--- DATA SECTION Enclosed Below ---
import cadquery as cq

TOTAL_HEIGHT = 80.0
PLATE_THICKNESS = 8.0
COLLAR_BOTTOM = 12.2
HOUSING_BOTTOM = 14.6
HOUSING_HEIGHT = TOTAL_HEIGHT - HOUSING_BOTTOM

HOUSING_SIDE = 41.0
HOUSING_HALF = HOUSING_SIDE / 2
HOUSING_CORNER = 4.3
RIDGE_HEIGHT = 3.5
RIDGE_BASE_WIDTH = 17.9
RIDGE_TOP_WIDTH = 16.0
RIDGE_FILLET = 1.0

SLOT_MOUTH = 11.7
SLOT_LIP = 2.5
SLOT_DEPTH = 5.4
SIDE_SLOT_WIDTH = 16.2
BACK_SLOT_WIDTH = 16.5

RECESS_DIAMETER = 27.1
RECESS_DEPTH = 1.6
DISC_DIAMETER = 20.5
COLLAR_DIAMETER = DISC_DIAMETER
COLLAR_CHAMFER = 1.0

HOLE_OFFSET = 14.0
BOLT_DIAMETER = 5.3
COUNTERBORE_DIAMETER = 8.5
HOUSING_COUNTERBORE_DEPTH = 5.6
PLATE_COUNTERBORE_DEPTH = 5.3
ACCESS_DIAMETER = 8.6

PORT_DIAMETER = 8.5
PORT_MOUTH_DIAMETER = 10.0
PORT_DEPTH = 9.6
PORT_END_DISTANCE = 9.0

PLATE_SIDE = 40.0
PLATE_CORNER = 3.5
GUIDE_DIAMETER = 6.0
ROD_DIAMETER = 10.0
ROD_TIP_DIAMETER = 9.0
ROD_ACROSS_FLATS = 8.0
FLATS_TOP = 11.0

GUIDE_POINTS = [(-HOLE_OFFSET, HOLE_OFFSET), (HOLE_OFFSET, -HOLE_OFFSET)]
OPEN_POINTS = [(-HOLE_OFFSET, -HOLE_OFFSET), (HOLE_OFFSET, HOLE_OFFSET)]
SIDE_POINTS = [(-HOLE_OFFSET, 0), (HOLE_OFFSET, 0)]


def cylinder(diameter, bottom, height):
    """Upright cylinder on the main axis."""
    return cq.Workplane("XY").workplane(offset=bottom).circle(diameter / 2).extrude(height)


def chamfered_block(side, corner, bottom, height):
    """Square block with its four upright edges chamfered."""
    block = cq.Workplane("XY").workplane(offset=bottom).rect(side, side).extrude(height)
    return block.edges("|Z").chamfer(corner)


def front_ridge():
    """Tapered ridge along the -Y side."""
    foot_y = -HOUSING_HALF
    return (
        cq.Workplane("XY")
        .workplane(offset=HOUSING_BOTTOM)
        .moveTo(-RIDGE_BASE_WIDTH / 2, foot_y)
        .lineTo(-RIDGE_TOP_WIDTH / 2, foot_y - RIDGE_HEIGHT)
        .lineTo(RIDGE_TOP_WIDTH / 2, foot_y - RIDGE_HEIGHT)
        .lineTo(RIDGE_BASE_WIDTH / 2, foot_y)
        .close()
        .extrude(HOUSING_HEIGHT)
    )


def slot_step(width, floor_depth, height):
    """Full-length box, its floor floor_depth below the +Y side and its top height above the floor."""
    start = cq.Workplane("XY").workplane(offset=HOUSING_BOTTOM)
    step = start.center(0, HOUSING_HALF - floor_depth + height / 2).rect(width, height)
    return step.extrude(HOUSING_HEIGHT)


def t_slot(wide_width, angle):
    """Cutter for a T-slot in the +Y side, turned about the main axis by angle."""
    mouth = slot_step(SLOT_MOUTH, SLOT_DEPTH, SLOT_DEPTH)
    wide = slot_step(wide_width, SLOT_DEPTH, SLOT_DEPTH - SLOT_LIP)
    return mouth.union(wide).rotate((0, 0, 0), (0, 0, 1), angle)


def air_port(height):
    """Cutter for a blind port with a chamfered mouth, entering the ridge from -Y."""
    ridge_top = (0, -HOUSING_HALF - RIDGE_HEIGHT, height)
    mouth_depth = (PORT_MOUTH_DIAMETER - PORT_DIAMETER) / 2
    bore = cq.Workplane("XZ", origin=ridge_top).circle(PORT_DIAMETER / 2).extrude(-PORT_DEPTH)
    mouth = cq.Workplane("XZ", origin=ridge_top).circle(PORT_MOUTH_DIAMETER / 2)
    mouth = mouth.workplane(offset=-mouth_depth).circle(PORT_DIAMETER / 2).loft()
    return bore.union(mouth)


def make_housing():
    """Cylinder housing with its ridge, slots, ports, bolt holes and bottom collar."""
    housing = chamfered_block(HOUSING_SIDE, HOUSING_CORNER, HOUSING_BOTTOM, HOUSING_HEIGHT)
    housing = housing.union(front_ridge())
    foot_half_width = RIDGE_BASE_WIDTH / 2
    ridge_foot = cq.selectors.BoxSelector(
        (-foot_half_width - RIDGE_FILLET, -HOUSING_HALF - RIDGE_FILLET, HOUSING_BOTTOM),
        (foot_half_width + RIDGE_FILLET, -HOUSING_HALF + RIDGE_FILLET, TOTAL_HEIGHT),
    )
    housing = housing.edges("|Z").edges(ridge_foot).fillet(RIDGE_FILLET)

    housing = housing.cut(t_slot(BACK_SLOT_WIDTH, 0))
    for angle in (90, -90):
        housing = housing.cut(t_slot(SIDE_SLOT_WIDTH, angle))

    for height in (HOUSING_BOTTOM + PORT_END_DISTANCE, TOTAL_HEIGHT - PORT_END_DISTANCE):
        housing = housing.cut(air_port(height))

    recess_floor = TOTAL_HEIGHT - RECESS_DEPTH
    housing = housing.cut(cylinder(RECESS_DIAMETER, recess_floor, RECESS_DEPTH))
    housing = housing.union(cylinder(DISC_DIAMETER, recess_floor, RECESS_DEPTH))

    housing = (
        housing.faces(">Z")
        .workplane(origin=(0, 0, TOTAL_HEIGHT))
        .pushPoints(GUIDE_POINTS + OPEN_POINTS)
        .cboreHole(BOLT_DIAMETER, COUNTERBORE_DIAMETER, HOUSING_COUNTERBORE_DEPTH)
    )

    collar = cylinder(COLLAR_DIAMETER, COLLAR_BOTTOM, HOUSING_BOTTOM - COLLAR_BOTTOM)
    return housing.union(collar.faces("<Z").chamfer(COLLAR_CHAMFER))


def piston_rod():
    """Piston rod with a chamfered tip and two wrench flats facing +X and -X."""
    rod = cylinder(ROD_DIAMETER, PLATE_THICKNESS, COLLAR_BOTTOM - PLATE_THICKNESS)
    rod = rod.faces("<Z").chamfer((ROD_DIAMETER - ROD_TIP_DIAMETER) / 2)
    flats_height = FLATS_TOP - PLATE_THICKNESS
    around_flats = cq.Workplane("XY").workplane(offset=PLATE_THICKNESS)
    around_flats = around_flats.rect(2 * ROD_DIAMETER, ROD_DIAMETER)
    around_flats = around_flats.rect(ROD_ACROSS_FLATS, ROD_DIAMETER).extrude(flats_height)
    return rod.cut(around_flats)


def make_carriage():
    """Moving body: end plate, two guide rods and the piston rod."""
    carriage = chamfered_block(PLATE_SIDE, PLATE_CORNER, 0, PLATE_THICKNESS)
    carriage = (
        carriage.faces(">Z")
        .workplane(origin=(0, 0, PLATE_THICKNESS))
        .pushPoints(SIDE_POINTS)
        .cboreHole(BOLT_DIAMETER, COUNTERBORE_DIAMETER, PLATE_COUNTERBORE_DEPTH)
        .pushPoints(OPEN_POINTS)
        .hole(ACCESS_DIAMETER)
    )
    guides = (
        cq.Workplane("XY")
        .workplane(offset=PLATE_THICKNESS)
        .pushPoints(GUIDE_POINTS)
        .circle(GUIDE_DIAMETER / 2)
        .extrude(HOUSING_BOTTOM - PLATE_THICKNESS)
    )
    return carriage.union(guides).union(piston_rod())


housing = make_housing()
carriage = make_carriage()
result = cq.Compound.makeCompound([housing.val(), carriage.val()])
--- End of Enclosed DATA SECTION ---
◆ WHAT IS NEEDED
Using the material above, return each line in which the word "faces" occurs.

◆ TASK ANSWER
        housing.faces(">Z")
    return housing.union(collar.faces("<Z").chamfer(COLLAR_CHAMFER))
    rod = rod.faces("<Z").chamfer((ROD_DIAMETER - ROD_TIP_DIAMETER) / 2)
        carriage.faces(">Z")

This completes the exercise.